*BRIEF*: Lines below that hold the word "class" must be copied in full.

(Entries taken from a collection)

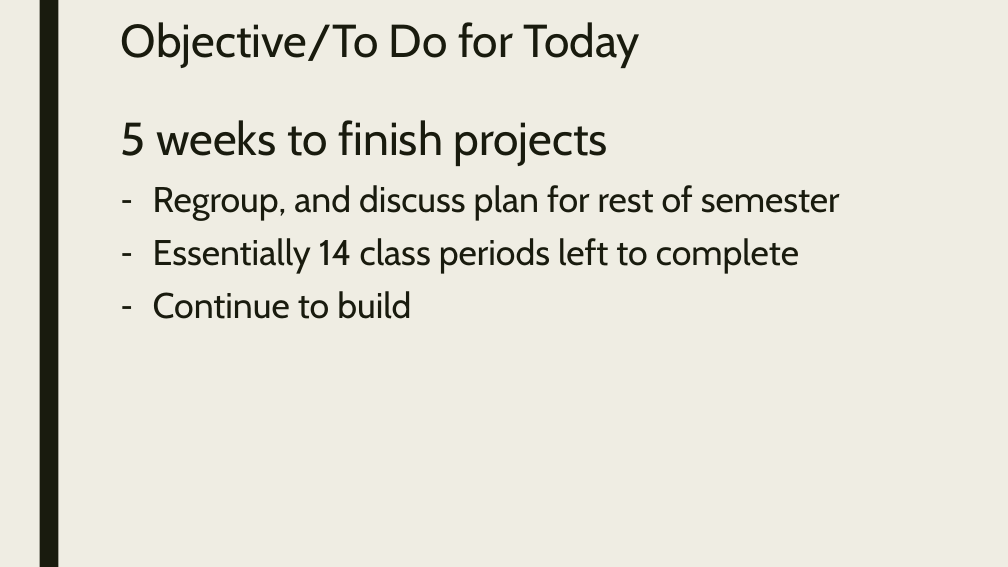
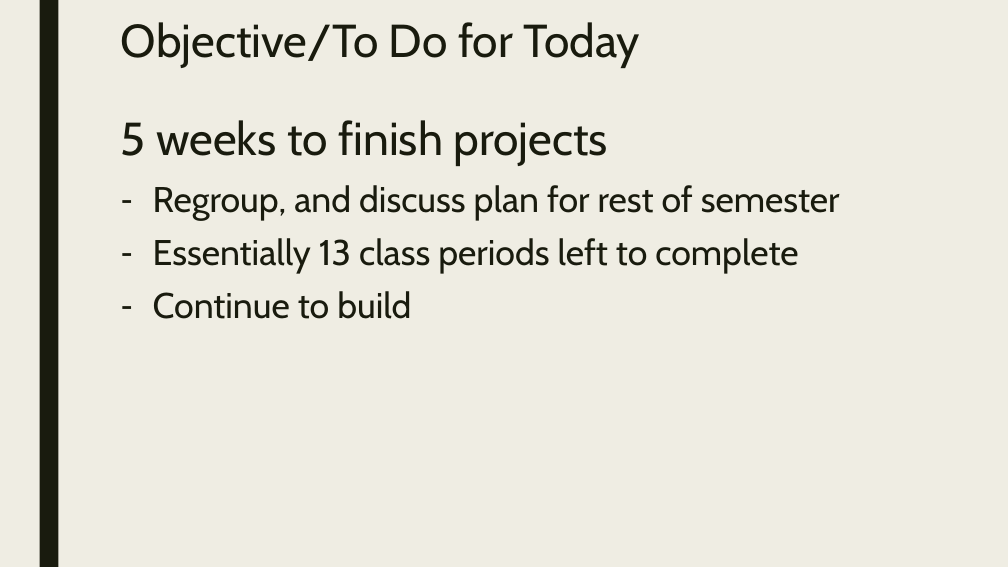
Before and after one commit to codecuddy/math_analysis, a slide deck: slide 3 of 2nd Semester/MathAnalysis_Day_061 Continue Project, Develop Plan (Day 11).pptx. Drawn at 1008x567 pixels with LibreOffice and Linux fonts; fonts in the diff are those of the drawing. Boxes give left, top, right and bottom in pixels: in the first picture for what was removed or moved away, otherwise in the second. Text is boxed around its words. In the diff, an @@ line names an element or a change of style, - is before the commit and + after.

```diff
--- a/2nd Semester/MathAnalysis_Day_061 Continue Project, Develop Plan (Day 11).pptx
+++ b/2nd Semester/MathAnalysis_Day_061 Continue Project, Develop Plan (Day 11).pptx
@@ text at (153,238,798,273): text changed @@
-– Essentially 14 class periods left to complete
+– Essentially 13 class periods left to complete
```
Also in this commit, not shown: 4 other files.

*EXERCISE ANSWER*:
-– Essentially 14 class periods left to complete
+– Essentially 13 class periods left to complete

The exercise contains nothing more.